* **What is required**: Gather each line in the entries that includes the string "range".

* **Records for the task**:
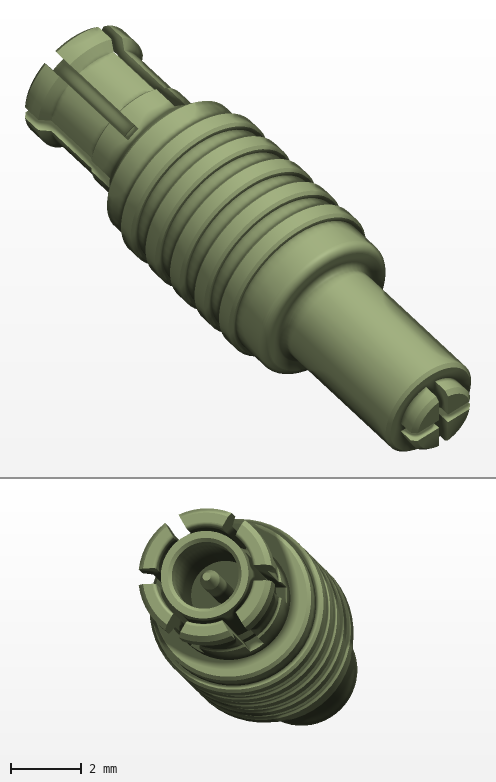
import cadquery as cq

length = 16.55

body_start = 4.2
body_end = 11.29
body_radius = 2.3
body_front_chamfer = 0.1
body_rear_round = 0.25

rib_count = 5
rib_radius = 2.5
rib_start = 5.1
rib_end = 10.08
rib_width = 0.6
rib_pitch = (rib_end - rib_width - rib_start) / (rib_count - 1)
rib_chamfer = 0.08

tail_end = 15.97
tail_radius = 1.55
tail_root_fillet = 0.18
tail_chamfer = 0.1

ferrule_radius = 1.1
ferrule_chamfer = 0.13
ferrule_slot_width = 0.33

finger_count = 6
finger_slot_width = 0.45
finger_slot_end = 3.7
finger_bore_radius = 1.4
finger_mouth_round = 0.1
lip_radius = 1.92
lip_chamfer = 0.15
lip_end = 0.75
neck_start = 1.01
neck_radius = 1.65
collar_start = 2.81
collar_radius = 1.72

sleeve_start = 0.07
sleeve_radius = 1.25
sleeve_bore_radius = 0.96
sleeve_bore_chamfer = 0.1
sleeve_step_start = 3.26
sleeve_step_length = 0.1
sleeve_step_end = sleeve_step_start + sleeve_step_length
sleeve_floor = sleeve_step_start

contact_start = 0.38
contact_radius = 0.28
contact_tip_radius = 0.12
contact_taper = 0.53


def turn(profile):
    """Revolve a closed profile, drawn as X against radius, about the X axis."""
    return profile.close().revolve(360, (0, 0, 0), (1, 0, 0))


def chamfered_rod(start, end, radius, start_chamfer=0.0, end_chamfer=0.0):
    """Cylinder along X, optionally chamfered at its two ends."""
    rod = cq.Workplane("YZ", origin=(start, 0, 0)).circle(radius).extrude(end - start)
    if start_chamfer:
        rod = rod.faces("<X").chamfer(start_chamfer)
    if end_chamfer:
        rod = rod.faces(">X").chamfer(end_chamfer)
    return rod


def make_body_and_tail():
    profile = (
        cq.Workplane("XY")
        .moveTo(body_start, 0)
        .lineTo(body_start, body_radius - body_front_chamfer)
        .lineTo(body_start + body_front_chamfer, body_radius)
        .lineTo(body_end - body_rear_round, body_radius)
        .radiusArc((body_end, body_radius - body_rear_round), body_rear_round)
        .lineTo(body_end, tail_radius + tail_root_fillet)
        .radiusArc((body_end + tail_root_fillet, tail_radius), -tail_root_fillet)
        .lineTo(tail_end - tail_chamfer, tail_radius)
        .lineTo(tail_end, tail_radius - tail_chamfer)
        .lineTo(tail_end, 0)
    )
    return turn(profile)


def make_rib(index):
    start = rib_start + index * rib_pitch
    return chamfered_rod(start, start + rib_width, rib_radius, rib_chamfer, rib_chamfer)


def make_ferrule():
    ferrule = chamfered_rod(tail_end, length, ferrule_radius, end_chamfer=ferrule_chamfer)
    depth = length - tail_end
    middle = (tail_end + length) / 2
    slot = cq.Workplane("XY").box(depth, 2 * ferrule_radius, ferrule_slot_width)
    for angle in (0, 90):
        ferrule = ferrule.cut(slot.rotate((0, 0, 0), (1, 0, 0), angle).translate((middle, 0, 0)))
    return ferrule


def make_fingers():
    profile = (
        cq.Workplane("XY")
        .moveTo(0, finger_bore_radius + finger_mouth_round)
        .lineTo(0, lip_radius - lip_chamfer)
        .lineTo(lip_chamfer, lip_radius)
        .lineTo(lip_end, lip_radius)
        .lineTo(neck_start, neck_radius)
        .lineTo(collar_start, neck_radius)
        .lineTo(collar_start + collar_radius - neck_radius, collar_radius)
        .lineTo(body_start, collar_radius)
        .lineTo(body_start, finger_bore_radius)
        .lineTo(finger_mouth_round, finger_bore_radius)
        .radiusArc((0, finger_bore_radius + finger_mouth_round), finger_mouth_round)
    )
    fingers = turn(profile)
    slot = cq.Workplane("XY").box(
        finger_slot_end, lip_radius, finger_slot_width, centered=(False, False, True)
    )
    for index in range(finger_count):
        fingers = fingers.cut(slot.rotate((0, 0, 0), (1, 0, 0), index * 360 / finger_count))
    return fingers


def make_sleeve():
    profile = (
        cq.Workplane("XY")
        .moveTo(sleeve_start, sleeve_bore_radius + sleeve_bore_chamfer)
        .lineTo(sleeve_start, sleeve_radius)
        .lineTo(sleeve_step_start, sleeve_radius)
        .lineTo(sleeve_step_end, finger_bore_radius)
        .lineTo(body_start, finger_bore_radius)
        .lineTo(body_start, 0)
        .lineTo(sleeve_floor, 0)
        .lineTo(sleeve_floor, sleeve_bore_radius)
        .lineTo(sleeve_start + sleeve_bore_chamfer, sleeve_bore_radius)
    )
    return turn(profile)


def make_contact():
    profile = (
        cq.Workplane("XY")
        .moveTo(contact_start, 0)
        .lineTo(contact_start, contact_tip_radius)
        .lineTo(contact_start + contact_taper, contact_radius)
        .lineTo(sleeve_floor, contact_radius)
        .lineTo(sleeve_floor, 0)
    )
    return turn(profile)


result = make_body_and_tail()
for rib_index in range(rib_count):
    result = result.union(make_rib(rib_index))
for section in (make_ferrule(), make_sleeve(), make_fingers(), make_contact()):
    result = result.union(section)

* **Output**:
    for index in range(finger_count):
for rib_index in range(rib_count):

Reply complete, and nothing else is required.